Contact Erasure (NDPR Right to Erasure) | Voicebip

NDPR Article 3.1(9) gives data subjects the right to have their personal data erased. When one of your end-users makes that request, you fulfill it by calling DELETE /v1/contacts/{e164}. The operation runs atomically across your workspace’s call and message history and is irreversible.

The request

$ curl -X DELETE "https://api.voicebip.com/v1/contacts/+2348031234567" \
>   -H "Authorization: Bearer pk_live_xxx"

The {e164} path parameter must be a valid E.164 number (leading +, 7–15 digits). Nigerian numbers look like +2348031234567.

The response

1 {
2   "erased": true,
3   "e164": "+2348031234567",
4   "records_affected": 12
5 }

records_affected is the combined count of call records and message records that were modified. A value of 0 is valid — it means the number had no history in your workspace.

What gets anonymized

The operation is scoped to your workspace only. It touches two tables:

Data type	What happens
Call transcripts	Replaced with `["[REDACTED]"]`. The call record row is kept (for your own call-count analytics), but the transcript text is gone.
Call recordings	`recording_url` is set to `NULL`. The audio file is no longer accessible.
Message bodies	Replaced with `[REDACTED]`. The message row is kept, but the content is gone.

Phone numbers on the call and message rows (from_number, to_number) are not hashed or removed — the rows need to stay linked to your agents and conversations. Only the content fields that carry the data subject’s words are anonymized.

An entry is written to voicebip_v1.audit_log with action = 'data.erasure' and reason = 'ndpr_right_to_erasure' so you have a compliance paper trail.
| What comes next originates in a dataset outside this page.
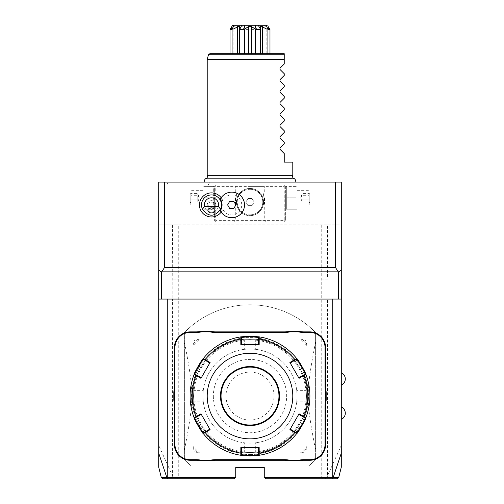<?xml version="1.0" encoding="UTF-8"?>
<svg xmlns="http://www.w3.org/2000/svg" width="504" height="504" viewBox="0 0 504 504"><rect width="100%" height="100%" fill="white"/><g stroke="black" fill="none" stroke-linecap="round" stroke-linejoin="round"><path stroke-width="0.38" stroke-dasharray="2.52 1.89" d="M327.575 279.103L322.05 279.103L327.575 279.103L327.575 224.897L178.277 224.897L178.277 477.376L235.74 477.376L235.74 467.391L264.266 467.391L264.266 477.376L265.696 478.8L334.02 478.8M335.765 478.8L337.289 478.8M322.05 279.103L322.05 299.074L327.575 299.074L327.575 475.631L326.976 477.716L333.125 477.704M321.728 224.897L321.728 477.376L323.152 478.8M325.364 478.8L326.976 477.716M327.575 299.074L322.05 299.074M327.575 224.897L341.296 224.897L341.296 445.397L327.575 475.631M327.14 279.103L327.14 299.074M335.588 182.108L335.588 224.897L341.296 224.897L341.296 182.108L158.71 182.108L158.71 453.115M341.296 453.115L341.296 445.397M341.296 378.951L341.296 385.144L341.296 378.951M341.296 413.185L341.296 406.993L341.296 413.185M221.168 212.102A12.046 12.046 0 0 0 222.737 209.236A9.986 9.986 0 0 0 237.964 212.738A9.986 9.986 0 0 0 237.964 197.114A9.986 9.986 0 0 0 222.737 200.617A12.046 12.046 0 0 0 221.168 197.757M178.277 224.897L158.71 224.897L164.417 224.897L164.417 182.108M335.588 224.897L164.417 224.897M215.057 185.674L215.769 184.955L284.237 184.955L285.661 186.386L285.661 220.62L284.237 222.043L215.769 222.043L214.345 220.62L214.345 186.386L215.057 185.674L215.769 186.386L284.237 186.386L284.949 185.674L284.237 184.955L215.769 184.955L214.345 186.386L214.345 220.62L215.769 222.043L284.237 222.043L285.661 220.62L285.661 186.386L284.949 185.674M250.003 182.108L295.029 182.108L250.003 182.108M188.238 182.108L209.853 182.108L188.238 182.108M250.003 178.353L291.967 178.353L250.003 178.353M292.793 175.26L207.213 175.26M284.237 63.995L284.237 53.726L209.834 53.726M279.991 68.242L279.991 69.451M284.237 75.405L284.237 73.704M279.991 79.657L279.991 80.867M284.237 86.82L284.237 85.113M279.991 91.067L279.991 92.276M284.237 98.23L284.237 96.522M279.991 102.476L279.991 103.685M284.237 109.639L284.237 107.938M279.991 113.891L279.991 115.101M284.237 121.048L284.237 119.347M279.991 125.301L279.991 126.51M284.237 132.464L284.237 130.757M279.991 136.71L279.991 137.92M284.237 143.873L284.237 142.172M279.991 148.119L279.991 149.335M292.793 162.137L284.237 162.137L284.237 153.581M255.371 53.726L239.677 53.726L255.371 53.726L255.371 29.478L260.329 29.478L260.329 53.726L260.757 53.726L260.247 53.726L269.98 53.726L260.329 53.726M239.677 53.726L230.032 53.726L239.759 53.726L239.249 53.726L239.677 53.726L239.57 29.062L241.813 25.2L232.709 25.2C236.527 25.2 236.527 25.2 232.709 25.2L233.736 25.2L232.086 29.478L232.086 53.726M230.032 53.726L233.913 53.726L230.032 53.726L230.196 29.062C230.693 29.15 231.928 28.306 233.913 26.529L233.913 53.726L233.913 26.529C231.928 28.306 230.693 29.15 230.196 29.062L230.24 28.993M269.98 53.726L266.093 53.726L269.98 53.726L269.98 29.478L267.92 29.478L266.269 25.2L244.295 25.2L244.957 29.062L244.635 29.478L244.635 53.726M244.957 29.062L248.396 26.529L251.609 26.529L255.056 29.062L255.711 25.2L258.193 25.2L260.329 29.478M260.442 29.062L260.247 53.726L260.247 26.529L262.521 26.529L262.521 53.726M262.521 26.529C264.695 28.306 266.383 29.15 267.58 29.062M267.92 29.478L267.92 53.726M269.81 29.062C269.312 29.15 268.078 28.306 266.093 26.529C268.078 28.306 269.312 29.15 269.81 29.062L269.98 29.478M266.093 26.529L266.093 53.726L266.093 26.529M232.426 29.062C233.623 29.15 235.311 28.306 237.485 26.529L239.759 26.529L239.759 53.726L239.759 26.529L239.249 28.457L239.57 29.062M230.032 29.478L232.086 29.478M237.485 26.529L237.485 53.726M239.677 29.478L244.635 29.478M248.396 26.529L248.396 53.726M251.609 26.529L251.609 53.726M255.371 29.478L255.056 29.062M244.295 25.2L241.813 25.2L244.295 25.2M267.296 25.2L266.269 25.2L267.296 25.2C263.479 25.2 263.479 25.2 267.296 25.2M255.994 53.726L255.994 29.648L250.003 29.648L255.994 29.648L258.565 25.2L241.447 25.2L244.012 29.648L250.003 29.648L244.012 29.648L244.012 53.726L255.994 53.726L244.012 53.726M268.115 26.504L268.556 27.184M268.953 27.789L269.438 28.508M230.309 28.892L230.649 28.394M231.027 27.821L231.462 27.166M231.878 26.517L232.331 25.811M188.238 184.955L168.267 184.955L188.238 184.955M172.437 224.897L172.866 299.074L177.956 299.074L177.956 279.103L172.866 279.103M177.956 299.074L172.437 299.074L172.437 475.631L158.71 445.397M172.437 299.074L172.866 299.074M172.437 279.103L177.956 279.103M172.437 475.631L173.036 477.716L174.642 478.8L176.854 478.8L178.277 477.376M264.266 477.376L321.728 477.376M308.731 465.961L191.274 465.961A91.293 91.293 0 0 1 184.388 459.541L184.388 332.596A91.293 91.293 0 0 1 315.617 332.596L315.617 459.541A91.293 91.293 0 0 1 308.731 465.961L191.274 465.961A91.293 91.293 0 0 1 184.388 459.541L184.388 332.596A91.293 91.293 0 0 1 315.617 332.596L315.617 459.541A91.293 91.293 0 0 1 308.731 465.961M176.854 478.8L234.31 478.8L235.74 477.376M163.479 478.8L163.939 478.8M165.186 478.8L166.868 478.8M166.881 477.704L173.036 477.716M158.71 299.074L341.296 299.074M250.003 443.142A47.074 47.074 0 0 1 202.929 396.068A47.074 47.074 0 0 1 250.003 348.995A47.074 47.074 0 0 1 297.077 396.068A47.074 47.074 0 0 1 250.003 443.142A47.074 47.074 0 0 1 202.929 396.068A47.074 47.074 0 0 1 250.003 348.995A47.074 47.074 0 0 1 297.077 396.068A47.074 47.074 0 0 1 250.003 443.142A47.074 47.074 0 0 1 202.929 396.068A47.074 47.074 0 0 1 250.003 348.995A47.074 47.074 0 0 1 297.077 396.068A47.074 47.074 0 0 1 250.003 443.142A47.074 47.074 0 0 1 202.929 396.068A47.074 47.074 0 0 1 250.003 348.995A47.074 47.074 0 0 1 297.077 396.068A47.074 47.074 0 0 1 250.003 443.142C257.361 442.764 257.361 442.764 250.003 443.142C257.361 442.764 257.361 442.764 250.003 443.142C242.644 442.764 242.644 442.764 250.003 443.142C242.644 442.764 242.644 442.764 250.003 443.142M250.003 452.271A56.202 56.202 0 0 0 306.205 396.068A56.202 56.202 0 0 0 250.003 339.866A56.202 56.202 0 0 0 193.801 396.068A56.202 56.202 0 0 0 250.003 452.271A56.202 56.202 0 0 0 306.205 396.068A56.202 56.202 0 0 0 250.003 339.866A56.202 56.202 0 0 0 193.801 396.068A56.202 56.202 0 0 0 250.003 452.271M250.003 453.127A57.059 57.059 0 0 0 307.062 396.068A57.059 57.059 0 0 0 250.003 339.009C258.187 339.394 258.187 339.394 250.003 339.009C258.187 339.394 258.187 339.394 250.003 339.009C241.819 339.394 241.819 339.394 250.003 339.009C241.819 339.394 241.819 339.394 250.003 339.009A57.059 57.059 0 0 0 192.944 396.068A57.059 57.059 0 0 0 250.003 453.127A57.059 57.059 0 0 0 307.062 396.068A57.059 57.059 0 0 0 250.003 339.009A57.059 57.059 0 0 0 192.944 396.068A57.059 57.059 0 0 0 250.003 453.127C258.187 452.743 258.187 452.743 250.003 453.121C258.187 452.743 258.187 452.743 250.003 453.121C241.819 452.743 241.819 452.743 250.003 453.121C241.819 452.743 241.819 452.743 250.003 453.121L250.003 452.554C242.657 452.176 242.657 452.176 250.003 452.554C242.657 452.176 242.657 452.176 250.003 452.554C257.349 452.176 257.349 452.176 250.003 452.554C257.349 452.176 257.349 452.176 250.003 452.554L250.003 453.121M307.062 396.068C306.678 387.885 306.678 387.885 307.062 396.068C306.678 387.885 306.678 387.885 307.062 396.068C306.678 404.252 306.678 404.252 307.062 396.068C306.678 404.252 306.678 404.252 307.062 396.068L306.489 396.068C306.111 403.414 306.111 403.414 306.489 396.068C306.111 403.414 306.111 403.414 306.489 396.068C306.111 388.723 306.111 388.723 306.489 396.068C306.111 388.723 306.111 388.723 306.489 396.068L307.062 396.068M250.003 339.583C257.349 339.961 257.349 339.961 250.003 339.583C257.349 339.961 257.349 339.961 250.003 339.583C242.657 339.961 242.657 339.961 250.003 339.583C242.657 339.961 242.657 339.961 250.003 339.583L250.003 339.009L250.003 339.583M192.95 396.068C193.328 404.252 193.328 404.252 192.95 396.068C193.328 404.252 193.328 404.252 192.95 396.068C193.328 387.885 193.328 387.885 192.95 396.068C193.328 387.885 193.328 387.885 192.95 396.068L193.517 396.068C193.895 388.723 193.895 388.723 193.517 396.068C193.895 388.723 193.895 388.723 193.517 396.068C193.895 403.414 193.895 403.414 193.517 396.068C193.895 403.414 193.895 403.414 193.517 396.068L192.95 396.068M250.003 454.551A58.483 58.483 0 0 0 308.486 396.068A58.483 58.483 0 0 0 250.003 337.586A58.483 58.483 0 0 0 191.52 396.068A58.483 58.483 0 0 0 250.003 454.551M250.003 455.975A59.907 59.907 0 0 0 309.91 396.068A59.907 59.907 0 0 0 250.003 336.155A59.907 59.907 0 0 0 190.096 396.068A59.907 59.907 0 0 0 250.003 455.975M296.503 359.339L296.661 358.489L296.503 359.339L290.197 362.981L289.894 362.464M305.878 374.453L305.059 374.163L305.878 374.453L305.059 374.163L298.752 377.805L290.197 362.981M305.059 417.974L305.878 417.684L305.059 417.974L298.752 414.332L299.055 413.816M296.661 433.648L296.503 432.797L296.661 433.648L296.503 432.797L290.197 429.156L298.752 414.332M258.565 454.702L259.22 455.263L258.565 454.702L258.565 447.42L259.157 447.42M258.565 337.434L259.22 336.874L258.565 337.434L258.565 344.717L241.447 344.717L241.447 337.434L240.786 336.874L241.441 337.434M240.786 455.263L241.447 454.702L240.786 455.263L241.447 454.702L241.447 447.42L258.565 447.42M194.947 374.163L194.128 374.453L194.947 374.163L201.254 377.805L200.957 378.321M203.503 359.339L203.345 358.489L203.503 359.339L209.809 362.981L201.254 377.805M203.509 432.797L203.345 433.648L203.503 432.797L209.809 429.156L201.254 414.332L194.947 417.974L194.128 417.684L194.947 417.974M259.157 344.717L258.565 344.717M299.055 378.321L298.752 377.805M289.894 429.673L290.197 429.156M240.849 447.42L241.447 447.42M200.957 413.816L201.254 414.332M209.809 429.156L210.111 429.673M210.111 362.464L209.809 362.981M241.447 344.717L240.849 344.717M250.003 367.114A28.955 28.955 0 0 0 221.048 396.068A28.955 28.955 0 0 0 250.003 425.023A28.955 28.955 0 0 0 278.958 396.068A28.955 28.955 0 0 0 250.003 367.114M213.343 396.068A36.66 36.66 0 0 0 250.003 432.728A36.66 36.66 0 0 0 286.663 396.068A36.66 36.66 0 0 0 250.003 359.409A36.66 36.66 0 0 0 213.343 396.068M202.929 396.068C203.307 403.427 203.307 403.427 202.929 396.068C203.307 403.427 203.307 403.427 202.929 396.068C203.307 388.71 203.307 388.71 202.929 396.068C203.307 388.71 203.307 388.71 202.929 396.068M250.003 348.995C242.644 349.373 242.644 349.373 250.003 348.995C242.644 349.373 242.644 349.373 250.003 348.995C257.361 349.373 257.361 349.373 250.003 348.995C257.361 349.373 257.361 349.373 250.003 348.995M297.077 396.068C296.698 388.71 296.698 388.71 297.077 396.068C296.698 388.71 296.698 388.71 297.077 396.068C296.698 403.427 296.698 403.427 297.077 396.068C296.698 403.427 296.698 403.427 297.077 396.068M250.003 420.059A23.99 23.99 0 0 1 226.012 396.068A23.99 23.99 0 0 1 250.003 372.072A23.99 23.99 0 0 1 274 396.068A23.99 23.99 0 0 1 250.003 420.059M184.388 450.374C194.223 399.363 194.223 392.774 184.388 341.762M194.872 451.868L199.836 453.153A75.997 75.997 0 0 1 192.919 446.235L194.197 451.2A9.986 9.986 0 0 0 194.872 451.868L194.197 451.2M199.836 338.984L194.872 340.263L194.197 340.937L192.919 345.895A75.997 75.997 0 0 1 199.836 338.984A8.845 8.845 0 0 0 192.919 345.895M315.617 341.762C305.783 392.774 305.783 399.363 315.617 450.374M307.087 345.895L305.808 340.937L305.134 340.263L300.176 338.984A75.997 75.997 0 0 1 307.087 345.895A8.845 8.845 0 0 0 300.176 338.984M305.808 451.2L307.087 446.235A75.997 75.997 0 0 1 300.176 453.153L305.134 451.868A9.986 9.986 0 0 0 305.808 451.2L305.134 451.868M305.134 340.263A9.986 9.986 0 0 1 305.808 340.937M300.176 453.153A8.845 8.845 0 0 0 307.087 446.235M192.919 446.235A8.845 8.845 0 0 0 199.836 453.153M194.197 340.937A9.986 9.986 0 0 1 194.872 340.263M250.003 184.955L265.696 184.955L250.003 184.955M214.345 197.795L214.345 208.404L214.345 197.795M250.003 222.043L265.696 222.043L250.003 222.043M285.661 197.795L285.661 208.404L285.661 197.795M284.237 186.386L284.237 220.62L215.769 220.62L215.769 186.386M215.769 220.62L215.057 221.332M250.003 215.624A13.551 13.551 0 0 0 263.554 202.072A13.551 13.551 0 0 0 250.003 188.528A13.551 13.551 0 0 0 236.452 202.072A13.551 13.551 0 0 0 250.003 215.624C246.424 215.794 242.997 214.225 239.728 210.911C236.924 206.357 235.834 203.32 236.458 201.795C235.526 204.448 235.526 204.448 236.458 201.795C235.526 204.448 235.526 204.448 236.458 201.795L237.056 198.078C240.181 191.451 244.497 188.269 250.003 188.528C255.515 188.276 259.831 191.457 262.949 198.078L263.554 201.795L262.949 198.078C259.825 191.451 255.509 188.269 250.003 188.528C244.49 188.276 240.175 191.457 237.056 198.078L236.458 201.795C235.834 203.32 236.924 206.363 239.734 210.918C243.004 214.225 246.424 215.794 250.003 215.624C253.581 215.794 257.008 214.225 260.278 210.911C263.082 206.357 264.172 203.32 263.554 201.795C264.172 203.32 263.082 206.363 260.272 210.918C257.002 214.225 253.581 215.794 250.003 215.624A13.551 13.551 0 0 0 263.554 202.072A13.551 13.551 0 0 0 250.003 188.528A13.551 13.551 0 0 0 236.452 202.072A13.551 13.551 0 0 0 250.003 215.624M284.237 220.62L284.949 221.332M264.55 197.795L264.55 203.786L264.55 197.795M263.554 201.795C264.48 204.448 264.48 204.448 263.554 201.795C264.48 204.448 264.48 204.448 263.554 201.795M264.266 197.795L264.266 203.503L264.266 197.795M262.949 197.795C264.398 190.077 264.398 190.077 262.949 197.795C264.398 190.077 264.398 190.077 262.949 197.795M250.003 186.386L264.266 186.386L250.003 186.386M237.056 197.795C235.607 190.077 235.607 190.077 237.056 197.795C235.607 190.077 235.607 190.077 237.056 197.795M235.456 197.795L235.456 203.786L235.456 197.795M235.74 197.795L235.74 203.503L235.74 197.795M250.003 220.62L264.266 220.62L250.003 220.62M250.003 189.296A12.783 12.783 0 0 1 262.786 202.072A12.783 12.783 0 0 1 250.003 214.855A12.783 12.783 0 0 0 262.786 202.072A12.783 12.783 0 0 0 250.003 189.296A12.783 12.783 0 0 0 237.22 202.072A12.783 12.783 0 0 0 250.003 214.855A12.783 12.783 0 0 1 237.22 202.072A12.783 12.783 0 0 1 250.003 189.296M247.943 198.507L252.063 198.507L254.123 202.072L252.063 205.645L247.943 205.645L245.883 202.072L247.943 198.507L252.063 198.507L254.123 202.072L252.063 205.645L247.943 205.645L245.883 202.072L247.943 198.507M286.7 209.21L286.7 197.795L286.7 209.21L285.988 209.21L296.037 209.21L296.037 186.386L296.037 209.21L296.749 209.21L286.7 209.21M286.7 186.386L286.7 197.795L286.7 186.386L285.988 186.386L296.749 186.386L286.7 186.386M286.7 197.795L296.037 197.795L286.7 197.795M297.077 197.795L297.077 208.404L297.077 197.795M309.198 197.795L309.198 204.926L309.198 197.795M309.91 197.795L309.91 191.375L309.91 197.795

Opt-out lists are not affected

Calling this endpoint does not remove the number from any opt-out record. If the contact previously sent STOP to one of your SMS agents, that opt-out flag stays in place. This is intentional: erasing content history is a separate concern from suppression. If you want to also clear the opt-out flag after erasure — for example, because the user wants a fresh start — you would need to do that through a separate internal operation; there is no public API endpoint for that today.

Idempotency

The call is safe to make more than once for the same number. If there is nothing left to anonymize, records_affected returns 0 and erased is still true. No error is raised.

Error responses

HTTP status	`error_code`	Meaning
`400`	`INVALID_ARGUMENT`	`e164` is missing or malformed
`401`	`UNAUTHORIZED`	Invalid or missing API key

Build a “Delete my data” flow, not a bulk job

NDPR right-to-erasure requests come from individual data subjects. The right pattern is a user-triggered flow in your product UI — a “Delete my data” button that calls this endpoint for the requesting user’s number. Bulk-erasing all contacts as a routine cleanup job is not what this endpoint is for; use your workspace’s configured retention period for that.

A minimal server-side handler:

1 // Node.js / Express example
2 app.post('/user/delete-my-data', requireAuth, async (req, res) => {
3   const userPhone = req.user.phone; // E.164, from your auth system
4 
5   const response = await fetch(
6     `https://api.voicebip.com/v1/contacts/${encodeURIComponent(userPhone)}`,
7     {
8       method: 'DELETE',
9       headers: { Authorization: `Bearer ${process.env.VOICEBIP_API_KEY}` },
10     }
11   );
12 
13   if (!response.ok) {
14     return res.status(500).json({ error: 'erasure_failed' });
15   }
16 
17   const { records_affected } = await response.json();
18   // Log locally, email the user confirmation, etc.
19   res.json({ erased: true, records_affected });
20 });

Keep your own record of when the erasure was completed — you may need to demonstrate compliance to NITDA.